5. Rehearsal. The learners split up into pairs or groups of three to rehearse the different roles. The instructor’s role is crucial here, since they will again be buzzing around from group to group, this time correcting on the spot and collecting emergent language for group feedback. The former will be done to allow individuals to accurately reproduce the script, while the latter will be used later to correct errors relevant to all students in the class. I could mention the instructor’s role in more detail here, but that would distract from the importance of learners engaging in meaningful rehearsal, the main communicative aim of the activity. One additional point I would make about the instructor’s role is that they should comment on their learners’ delivery, encouraging and praising where appropriate, and modelling when necessary.


6. Performance. The learners act out their role-play privately as many times as possible with the time available, and if deemed appropriate for these particular learners, perhaps in front of the whole class. Acting out in front of the class adds a level of performance pressure that may or may not be desirable, depending on the learners. It certainly makes it more authentic, but learners may not yet be ready to work under such pressure. One idea is to have learners rehearse their role at home and perform it at the beginning of the next session.

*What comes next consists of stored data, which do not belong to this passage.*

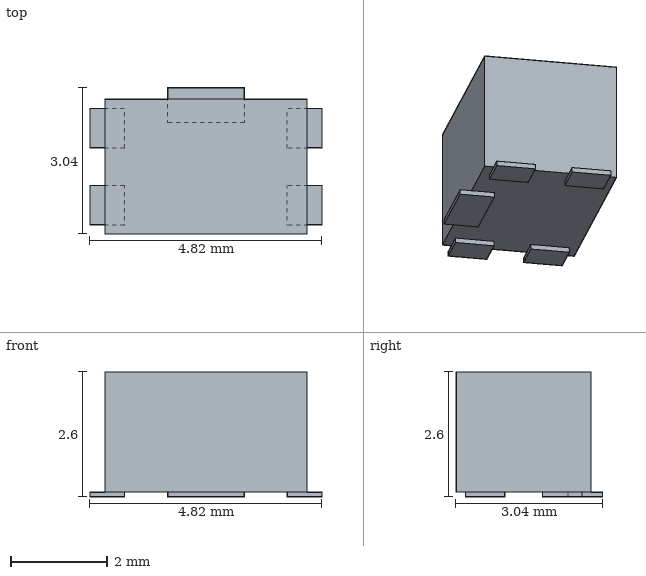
import cadquery as cq

housing_length = 4.205
housing_depth = 2.8
housing_height = 2.495

terminal_thickness = 0.1
overall_length = 4.82
lead_length = 0.725
lead_width = 0.82
lead_pitch = 1.6
tab_width = 1.59
tab_depth = lead_length
tab_overhang = 0.24


def make_plate(length, depth, height, center_x, center_y, bottom_z):
    """Rectangular block centred in X and Y, standing on bottom_z."""
    plate = cq.Workplane("XY").box(length, depth, height, centered=(True, True, False))
    return plate.translate((center_x, center_y, bottom_z))


def make_housing():
    return make_plate(housing_length, housing_depth, housing_height, 0, 0, terminal_thickness)


def make_lead(side_x, side_y):
    """Side lead projecting past the housing end; the sides are -1 or 1."""
    center_x = side_x * (overall_length - lead_length) / 2
    center_y = side_y * lead_pitch / 2
    return make_plate(lead_length, lead_width, terminal_thickness, center_x, center_y, 0)


def make_tab():
    """Wide tab projecting past the back (+Y) face of the housing."""
    center_y = housing_depth / 2 + tab_overhang - tab_depth / 2
    return make_plate(tab_width, tab_depth, terminal_thickness, 0, center_y, 0)


housing = make_housing()
leads = [make_lead(side_x, side_y) for side_x in (-1, 1) for side_y in (-1, 1)]
tab = make_tab()

result = cq.Compound.makeCompound([housing.val(), *[lead.val() for lead in leads], tab.val()])

-       the script serves as a guide, containing the target language the learners require to meet their communicative goals. It can be deviated from, however, and improvisation is perfectly acceptable, which means the instructor should be aware that the job of language feeding / correction continues, i.e. any sentences/language added during the acting out of the role-play should be corrected so that learners have the corrected version at the end.

-       Ideally, learners will also film themselves on camera and use that recording to analyse the impression they make and their use of English. This can lead to a number of motivating and engaging activities making use of the recordings in class. However, it is very important in a group situation such as this to respect individuals’ privacy and understand the dangers inherent in recording learners. Therefore, I would not recommend this unless all learners are happy to give their permission to use the recordings to improve their English. Clearly, whoever has the recordings in their possession controls their use, so learners filming each other may not be appropriate.

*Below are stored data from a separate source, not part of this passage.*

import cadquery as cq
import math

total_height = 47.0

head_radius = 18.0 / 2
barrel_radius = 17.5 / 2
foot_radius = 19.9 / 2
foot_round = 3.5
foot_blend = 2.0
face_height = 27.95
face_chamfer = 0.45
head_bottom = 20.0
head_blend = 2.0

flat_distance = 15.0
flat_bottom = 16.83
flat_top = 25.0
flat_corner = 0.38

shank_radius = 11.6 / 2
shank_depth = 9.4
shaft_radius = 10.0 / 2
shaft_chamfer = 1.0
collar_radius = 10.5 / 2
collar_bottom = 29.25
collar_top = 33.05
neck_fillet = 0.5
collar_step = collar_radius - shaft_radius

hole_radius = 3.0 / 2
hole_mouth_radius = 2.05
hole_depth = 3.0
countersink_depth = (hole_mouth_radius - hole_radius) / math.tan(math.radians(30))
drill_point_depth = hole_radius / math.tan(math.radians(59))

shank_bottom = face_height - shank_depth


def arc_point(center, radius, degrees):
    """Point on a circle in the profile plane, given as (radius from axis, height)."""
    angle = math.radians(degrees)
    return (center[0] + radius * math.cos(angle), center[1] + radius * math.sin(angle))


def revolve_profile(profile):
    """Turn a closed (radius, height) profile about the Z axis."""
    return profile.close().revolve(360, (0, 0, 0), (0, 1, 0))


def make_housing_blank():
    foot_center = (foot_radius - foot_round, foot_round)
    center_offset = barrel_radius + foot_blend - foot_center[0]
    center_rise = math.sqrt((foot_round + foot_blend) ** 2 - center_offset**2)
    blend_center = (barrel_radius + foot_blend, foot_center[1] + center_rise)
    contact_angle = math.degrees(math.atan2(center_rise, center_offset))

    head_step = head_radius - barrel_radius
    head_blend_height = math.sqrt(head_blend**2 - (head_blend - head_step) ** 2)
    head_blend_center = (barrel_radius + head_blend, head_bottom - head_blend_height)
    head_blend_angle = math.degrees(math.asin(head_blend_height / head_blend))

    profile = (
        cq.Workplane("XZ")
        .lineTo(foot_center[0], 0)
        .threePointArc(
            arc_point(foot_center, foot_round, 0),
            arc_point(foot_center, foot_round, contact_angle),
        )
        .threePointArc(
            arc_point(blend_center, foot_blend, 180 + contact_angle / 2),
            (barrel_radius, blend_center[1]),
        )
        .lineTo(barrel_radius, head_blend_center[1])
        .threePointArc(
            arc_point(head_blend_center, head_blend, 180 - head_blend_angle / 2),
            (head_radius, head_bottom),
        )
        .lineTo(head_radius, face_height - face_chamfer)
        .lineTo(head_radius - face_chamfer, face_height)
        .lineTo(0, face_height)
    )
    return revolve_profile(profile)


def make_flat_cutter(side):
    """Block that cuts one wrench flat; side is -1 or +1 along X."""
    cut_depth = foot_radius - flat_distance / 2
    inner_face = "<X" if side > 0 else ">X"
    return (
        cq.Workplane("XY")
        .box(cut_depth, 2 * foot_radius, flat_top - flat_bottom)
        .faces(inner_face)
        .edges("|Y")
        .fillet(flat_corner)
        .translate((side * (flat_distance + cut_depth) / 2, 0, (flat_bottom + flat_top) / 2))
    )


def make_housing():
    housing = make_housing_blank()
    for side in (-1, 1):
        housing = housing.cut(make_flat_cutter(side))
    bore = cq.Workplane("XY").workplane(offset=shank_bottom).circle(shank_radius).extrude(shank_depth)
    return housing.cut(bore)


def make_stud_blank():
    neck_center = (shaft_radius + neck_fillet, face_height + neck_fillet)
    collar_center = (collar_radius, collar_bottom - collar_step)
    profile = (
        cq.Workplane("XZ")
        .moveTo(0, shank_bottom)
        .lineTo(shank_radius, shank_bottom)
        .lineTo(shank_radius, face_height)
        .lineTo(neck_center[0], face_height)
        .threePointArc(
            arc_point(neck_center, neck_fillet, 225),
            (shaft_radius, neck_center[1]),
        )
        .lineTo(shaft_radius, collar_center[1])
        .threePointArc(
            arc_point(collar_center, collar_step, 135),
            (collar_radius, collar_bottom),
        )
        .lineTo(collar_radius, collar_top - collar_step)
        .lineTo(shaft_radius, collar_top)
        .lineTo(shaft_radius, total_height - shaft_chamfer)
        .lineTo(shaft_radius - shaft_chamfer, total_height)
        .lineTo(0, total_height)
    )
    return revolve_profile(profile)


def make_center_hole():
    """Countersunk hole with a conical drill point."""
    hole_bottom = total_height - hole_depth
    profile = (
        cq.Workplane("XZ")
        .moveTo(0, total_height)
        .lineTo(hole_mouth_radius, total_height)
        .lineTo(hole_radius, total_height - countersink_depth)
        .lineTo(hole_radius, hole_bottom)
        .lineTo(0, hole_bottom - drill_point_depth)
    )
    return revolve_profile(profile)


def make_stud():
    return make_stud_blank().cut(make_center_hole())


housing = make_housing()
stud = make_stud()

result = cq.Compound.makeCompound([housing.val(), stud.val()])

By the end of the activity, learners will have decided their own goals, worked together to produce a rehearsal script or sentences to fulfil those goals and had the opportunity to role-play that situation in pairs or groups, first privately and then in front of the whole class if deemed appropriate.

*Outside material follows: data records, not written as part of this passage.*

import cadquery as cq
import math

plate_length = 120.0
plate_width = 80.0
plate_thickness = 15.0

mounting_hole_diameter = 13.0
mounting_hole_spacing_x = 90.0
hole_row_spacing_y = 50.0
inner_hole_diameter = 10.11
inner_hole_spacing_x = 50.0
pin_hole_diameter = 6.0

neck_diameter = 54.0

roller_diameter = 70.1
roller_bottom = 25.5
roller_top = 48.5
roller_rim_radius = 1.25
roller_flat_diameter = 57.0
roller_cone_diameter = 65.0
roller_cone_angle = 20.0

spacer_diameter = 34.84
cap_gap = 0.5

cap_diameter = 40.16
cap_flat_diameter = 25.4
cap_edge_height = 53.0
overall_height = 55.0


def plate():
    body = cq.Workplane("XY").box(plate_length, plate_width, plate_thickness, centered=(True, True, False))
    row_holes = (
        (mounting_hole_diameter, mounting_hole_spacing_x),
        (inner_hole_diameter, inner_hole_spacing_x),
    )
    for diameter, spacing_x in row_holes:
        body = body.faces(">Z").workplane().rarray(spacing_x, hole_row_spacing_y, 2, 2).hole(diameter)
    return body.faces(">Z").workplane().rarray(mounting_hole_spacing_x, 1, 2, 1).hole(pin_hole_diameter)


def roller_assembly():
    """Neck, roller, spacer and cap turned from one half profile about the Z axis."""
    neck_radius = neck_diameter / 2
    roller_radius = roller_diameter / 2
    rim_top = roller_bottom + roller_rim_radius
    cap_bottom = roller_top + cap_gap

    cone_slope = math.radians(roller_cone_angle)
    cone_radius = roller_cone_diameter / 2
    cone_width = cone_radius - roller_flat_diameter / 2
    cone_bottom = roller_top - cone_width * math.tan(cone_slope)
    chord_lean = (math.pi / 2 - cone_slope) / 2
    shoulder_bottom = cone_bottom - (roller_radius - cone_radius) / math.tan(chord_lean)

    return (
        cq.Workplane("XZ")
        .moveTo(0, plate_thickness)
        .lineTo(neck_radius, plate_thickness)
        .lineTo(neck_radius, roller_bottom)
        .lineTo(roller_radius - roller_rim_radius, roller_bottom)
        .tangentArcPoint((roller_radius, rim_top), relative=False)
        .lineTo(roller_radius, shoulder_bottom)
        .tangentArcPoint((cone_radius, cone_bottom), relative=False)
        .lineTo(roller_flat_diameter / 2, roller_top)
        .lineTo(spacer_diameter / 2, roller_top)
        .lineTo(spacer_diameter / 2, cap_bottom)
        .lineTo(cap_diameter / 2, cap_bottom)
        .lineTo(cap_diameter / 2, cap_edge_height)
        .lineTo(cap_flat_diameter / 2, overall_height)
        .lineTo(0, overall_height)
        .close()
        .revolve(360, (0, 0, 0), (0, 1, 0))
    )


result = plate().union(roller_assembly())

Although many teachers will already be familiar with this type of role-play activity, over many years of observing English classes, I have found the procedure always to be lacking in terms of effectiveness, either because too much time is wasted setting up the roleplay, the learners don’t take the activity seriously (usually because they did not choose it themselves) and/or not enough attention is paid to accuracy and delivery in the rehearsal and performance stages. The importance of accuracy during the rehearsal stage cannot be stressed enough, and learners must be encouraged to pay close attention to their pronunciation and avoid a mechanical performance when executing their roles. Although they are not actors, they should be encouraged to visualise themselves using English in the given situation and try to feel their role. Importantly, they will then be able to identify the issues they will face in that situation, including emotional barriers as well as specific problems with language or fluency. The rest of the class should be encouraged to act as a support group and only give constructive comments as feedback. It is well worth doing a session on this prior to the activity itself.